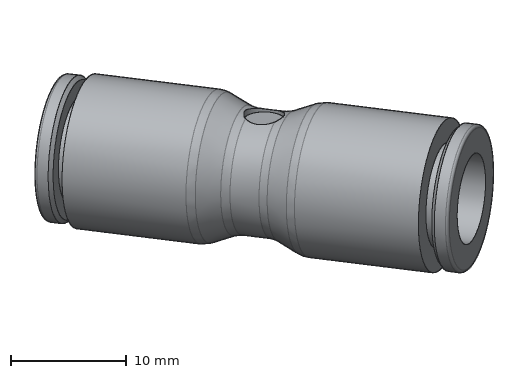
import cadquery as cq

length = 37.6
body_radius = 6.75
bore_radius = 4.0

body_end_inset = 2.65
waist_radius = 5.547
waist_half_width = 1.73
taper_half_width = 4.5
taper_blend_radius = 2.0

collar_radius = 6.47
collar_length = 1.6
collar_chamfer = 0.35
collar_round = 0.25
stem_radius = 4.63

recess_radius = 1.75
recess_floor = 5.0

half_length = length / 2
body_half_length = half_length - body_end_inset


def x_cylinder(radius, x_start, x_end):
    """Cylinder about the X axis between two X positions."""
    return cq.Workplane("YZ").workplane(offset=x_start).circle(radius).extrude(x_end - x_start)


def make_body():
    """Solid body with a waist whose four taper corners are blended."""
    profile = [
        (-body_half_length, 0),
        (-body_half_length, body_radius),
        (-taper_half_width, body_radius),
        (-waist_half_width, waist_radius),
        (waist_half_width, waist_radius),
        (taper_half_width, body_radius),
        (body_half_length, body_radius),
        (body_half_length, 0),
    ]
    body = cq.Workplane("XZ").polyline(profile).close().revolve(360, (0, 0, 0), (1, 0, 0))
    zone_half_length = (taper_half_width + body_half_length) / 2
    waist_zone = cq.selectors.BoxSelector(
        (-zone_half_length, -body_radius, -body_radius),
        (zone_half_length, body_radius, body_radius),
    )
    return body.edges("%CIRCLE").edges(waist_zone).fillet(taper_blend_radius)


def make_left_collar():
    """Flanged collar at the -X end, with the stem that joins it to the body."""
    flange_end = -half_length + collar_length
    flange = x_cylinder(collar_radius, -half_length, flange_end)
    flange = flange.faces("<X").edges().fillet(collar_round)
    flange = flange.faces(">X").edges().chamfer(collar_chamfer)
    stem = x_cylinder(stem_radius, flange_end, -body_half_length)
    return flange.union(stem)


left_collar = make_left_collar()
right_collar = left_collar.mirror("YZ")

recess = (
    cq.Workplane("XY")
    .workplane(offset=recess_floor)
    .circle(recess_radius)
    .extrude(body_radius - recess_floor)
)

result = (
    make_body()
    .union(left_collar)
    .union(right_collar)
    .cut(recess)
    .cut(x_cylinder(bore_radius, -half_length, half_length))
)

■ What you should do
Images are to be skipped, and each line above is to be returned exactly.

■ Exercise answer
import cadquery as cq

length = 37.6
body_radius = 6.75
bore_radius = 4.0

body_end_inset = 2.65
waist_radius = 5.547
waist_half_width = 1.73
taper_half_width = 4.5
taper_blend_radius = 2.0

collar_radius = 6.47
collar_length = 1.6
collar_chamfer = 0.35
collar_round = 0.25
stem_radius = 4.63

recess_radius = 1.75
recess_floor = 5.0

half_length = length / 2
body_half_length = half_length - body_end_inset


def x_cylinder(radius, x_start, x_end):
    """Cylinder about the X axis between two X positions."""
    return cq.Workplane("YZ").workplane(offset=x_start).circle(radius).extrude(x_end - x_start)


def make_body():
    """Solid body with a waist whose four taper corners are blended."""
    profile = [
        (-body_half_length, 0),
        (-body_half_length, body_radius),
        (-taper_half_width, body_radius),
        (-waist_half_width, waist_radius),
        (waist_half_width, waist_radius),
        (taper_half_width, body_radius),
        (body_half_length, body_radius),
        (body_half_length, 0),
    ]
    body = cq.Workplane("XZ").polyline(profile).close().revolve(360, (0, 0, 0), (1, 0, 0))
    zone_half_length = (taper_half_width + body_half_length) / 2
    waist_zone = cq.selectors.BoxSelector(
        (-zone_half_length, -body_radius, -body_radius),
        (zone_half_length, body_radius, body_radius),
    )
    return body.edges("%CIRCLE").edges(waist_zone).fillet(taper_blend_radius)


def make_left_collar():
    """Flanged collar at the -X end, with the stem that joins it to the body."""
    flange_end = -half_length + collar_length
    flange = x_cylinder(collar_radius, -half_length, flange_end)
    flange = flange.faces("<X").edges().fillet(collar_round)
    flange = flange.faces(">X").edges().chamfer(collar_chamfer)
    stem = x_cylinder(stem_radius, flange_end, -body_half_length)
    return flange.union(stem)


left_collar = make_left_collar()
right_collar = left_collar.mirror("YZ")

recess = (
    cq.Workplane("XY")
    .workplane(offset=recess_floor)
    .circle(recess_radius)
    .extrude(body_radius - recess_floor)
)

result = (
    make_body()
    .union(left_collar)
    .union(right_collar)
    .cut(recess)
    .cut(x_cylinder(bore_radius, -half_length, half_length))
)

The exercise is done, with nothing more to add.